Note that we were able to achieve multiple orientations, which are distinct from the original structure in PDB, but satisfy most of the crosslinks. This not only demonstrates the robustness of the IMPROViSeD method, but also highlights its efficiently to model new interfaces.

Complex with PDB ID 1DFJ structure modelled using a subset of crosslinks, backbone RMSD with respect to the structure in PDB, and crosslink violations (denoted as number of violations/total number of crosslinks) are shown.

More new orientations that satisfy most of the crosslinks. The top left image is the original structure in PDB. The others are due to the IMPROViSeD method.

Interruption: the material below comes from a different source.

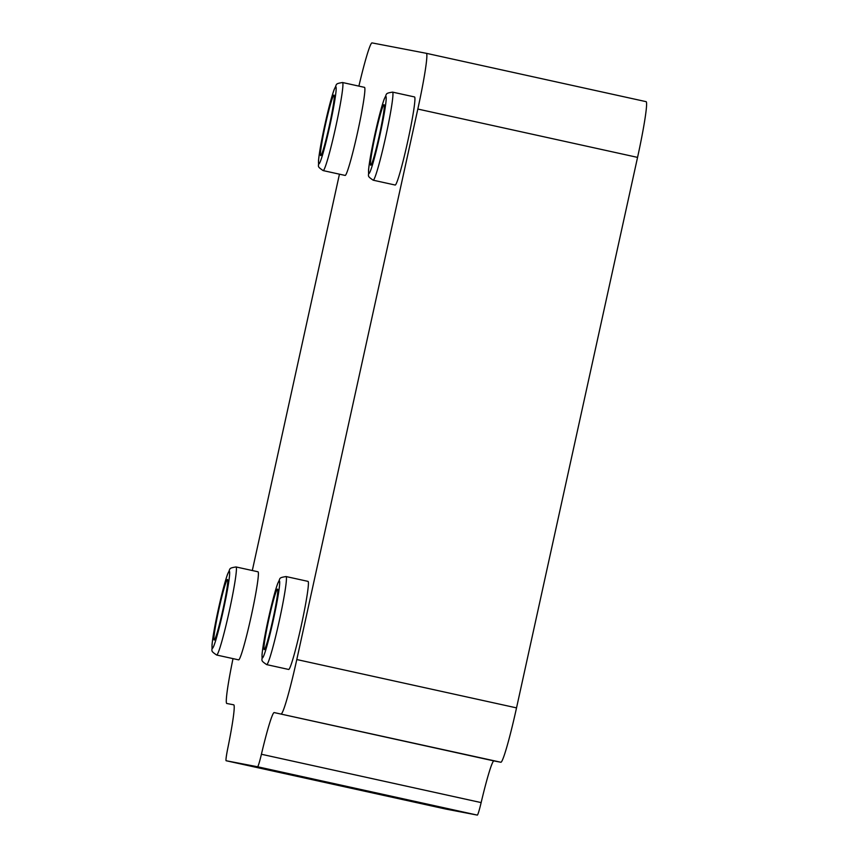 <?xml version="1.0" encoding="UTF-8"?>
<svg xmlns="http://www.w3.org/2000/svg" width="858" height="858" viewBox="0 0 858 858"><rect width="100%" height="100%" fill="white"/><g stroke="black" fill="none" stroke-linecap="round" stroke-linejoin="round"><path stroke-width="1.29" d="M373.187 180.191L395.152 185.028A45.088 2.906 -77.6 0 0 407.7 141.538A45.088 2.906 -77.6 0 0 414.532 96.943L392.556 92.117A45.088 2.906 102.4 0 1 385.725 136.701A45.088 2.906 102.4 0 1 373.187 180.191C366.227 175.429 369.187 176.673 368.511 170.442C369.251 162.527 371.364 150.536 374.86 134.459C378.442 118.35 381.563 106.531 384.234 99.002C387.451 93.629 384.245 93.522 392.556 92.117M323.155 170.592L345.131 175.429A45.088 2.906 -77.6 0 0 357.668 131.939A45.088 2.906 -77.6 0 0 364.5 87.355L342.524 82.518A45.088 2.906 102.4 0 1 335.703 127.102A45.088 2.906 102.4 0 1 323.155 170.592C316.194 165.83 319.155 167.085 318.49 160.843C319.219 152.928 321.332 140.937 324.839 124.871A39.457 2.542 -77.6 0 0 318.876 163.878A39.457 2.542 -77.6 0 0 329.847 125.826A39.457 2.542 -77.6 0 0 335.821 86.808A39.457 2.542 -77.6 0 0 324.85 124.871C328.41 108.752 331.531 96.933 334.202 89.404C337.43 84.03 334.212 83.923 342.524 82.518M266.677 664.618L288.642 669.455A45.088 2.906 -77.6 0 0 301.19 625.965A45.088 2.906 -77.6 0 0 308.022 581.381L286.046 576.544A45.088 2.906 102.4 0 1 279.215 621.128A45.088 2.906 102.4 0 1 266.677 664.618C259.717 659.856 262.677 661.11 262.001 654.869C262.741 646.953 264.854 634.963 268.35 618.897A39.457 2.542 -77.6 0 0 262.398 657.914A39.457 2.542 -77.6 0 0 273.37 619.851A39.457 2.542 -77.6 0 0 279.343 580.845A39.457 2.542 -77.6 0 0 268.361 618.897C271.932 602.777 275.053 590.958 277.724 583.44C280.941 578.056 277.735 577.949 286.046 576.544M216.645 655.029L238.621 659.856A45.088 2.906 -77.6 0 0 251.169 616.366A45.088 2.906 -77.6 0 0 257.99 571.782L236.014 566.945A45.088 2.906 102.4 0 1 229.193 611.54A45.088 2.906 102.4 0 1 216.645 655.029C209.684 650.267 212.645 651.512 211.98 645.28C212.709 637.365 214.822 625.364 218.329 609.298C221.9 593.178 225.021 581.359 227.692 573.841C230.92 568.468 227.702 568.35 236.014 566.945M272.833 619.755A30.995 2.006 -77.6 0 0 277.531 589.103A30.995 2.006 -77.6 0 0 268.897 618.993A30.995 2.006 -77.6 0 0 264.21 649.656A30.995 2.006 -77.6 0 0 272.833 619.755M379.343 135.317A30.995 2.006 -77.6 0 0 384.041 104.665A30.995 2.006 -77.6 0 0 375.407 134.567A30.995 2.006 -77.6 0 0 370.72 165.219A30.995 2.006 -77.6 0 0 379.343 135.317M329.311 125.729A30.995 2.006 -77.6 0 0 334.009 95.066A30.995 2.006 -77.6 0 0 325.386 124.968A30.995 2.006 -77.6 0 0 320.688 155.62A30.995 2.006 -77.6 0 0 329.311 125.729M222.801 610.156A30.995 2.006 -77.6 0 0 227.499 579.504A30.995 2.006 -77.6 0 0 218.876 609.405A30.995 2.006 -77.6 0 0 214.178 640.057A30.995 2.006 -77.6 0 0 222.801 610.156M637.558 157.389L417.825 109.052A56.36 3.636 -77.6 0 0 426.362 53.314L646.085 101.652A56.36 3.636 102.4 0 1 646.095 101.652A56.36 3.636 102.4 0 1 637.558 157.389L516.527 707.882A56.36 3.636 102.4 0 1 500.847 762.247L493.929 760.917A56.36 3.636 -77.6 0 0 481.145 802.595A16.913 1.094 102.4 0 1 477.305 815.1L257.572 766.762L226.126 760.735A16.913 1.094 -77.6 0 1 227.874 747.833A56.36 3.636 102.4 0 0 233.719 704.815L233.708 704.815A56.36 3.636 102.4 0 1 233.719 704.815L226.791 703.485A56.36 3.636 -77.6 0 1 233.011 658.622M257.572 766.762A16.913 1.094 -77.6 0 0 261.411 754.257A56.36 3.636 102.4 0 1 274.195 712.58L493.929 760.917M500.847 762.247L274.195 712.58M281.113 713.91A56.36 3.636 -77.6 0 0 296.793 659.545L516.527 707.882M417.825 109.052L296.793 659.545M646.095 101.652L426.362 53.314A56.36 3.636 -77.6 0 0 426.351 53.314L372.04 42.9A56.36 3.636 -77.6 0 0 358.891 86.111M252.306 570.527L339.446 174.174M477.305 815.1L445.86 809.073L226.126 760.735L445.86 809.073M218.34 609.298A39.457 2.542 -77.6 0 0 212.366 648.316A39.457 2.542 -77.6 0 0 223.337 610.263A39.457 2.542 -77.6 0 0 229.311 571.246A39.457 2.542 -77.6 0 0 218.34 609.298M374.871 134.459A39.457 2.542 -77.6 0 0 368.908 173.477A39.457 2.542 -77.6 0 0 379.88 135.425A39.457 2.542 -77.6 0 0 385.853 96.407A39.457 2.542 -77.6 0 0 374.871 134.459M481.145 802.595L261.411 754.257"/></g></svg>

All the structures are shown in similar orientation

Result for Human Neutrophil Gelatinase-associated Lipocalin (HNGAL)(PDB ID LCN2)- Hydrolase/Hydrolase Inhibitor Complex(PDB ID MMP9)

Next we present the result obtained for the complex with LCN2-MMP9. The crosslinking data was obtained artificially, as descibed in the Experiments section. Similar to the previous case, we have performed the flip correction, as required, and the final results for the complex with LCN2-MMP9, is shown below. The results of multiple iterations was displayed.

The backbone RMSD after aligning the obtained result with that availabe in PDB is shown underneath each of the figure. The number beside represents the number of violated crosslinks out of the total number of crosslinks. As before, multple results from IMPROViSeD demonstrate its efficiency to model orientations which differ from those available in the public repository (PDB). This is a significant advantage as it allows us to model new interfaces.

LCN2-MMP9 structure modelled using a subset of crosslinks, backbone RMSD with respect to the structure in PDB, and crosslink violations (denoted as number of violations/total number of crosslinks) are shown.

Comparison of orientations for LCN2-MMP9 complex with PDB. The one downloaded from PDB is shown in top left. The ones modelled by IMPROViSeD are shown in similar orientation.

Analysis of Results

IMPROViSeD was able to model the structure of the protein complex, shown here for two instances, both from the experimental and artificial data.
The time taken for execution is less than 1.5 minutes. This is a significant improvement over the existing methods, which take hours. The user certainly has the choice of running molecular dynamics simulations to refine the structure further.
The method is robust and can model multiple orientations. It is a unique advantage as it allows an end-user to model new interfaces. This has the potential to offer insights into the physiological functions of the protein complexes.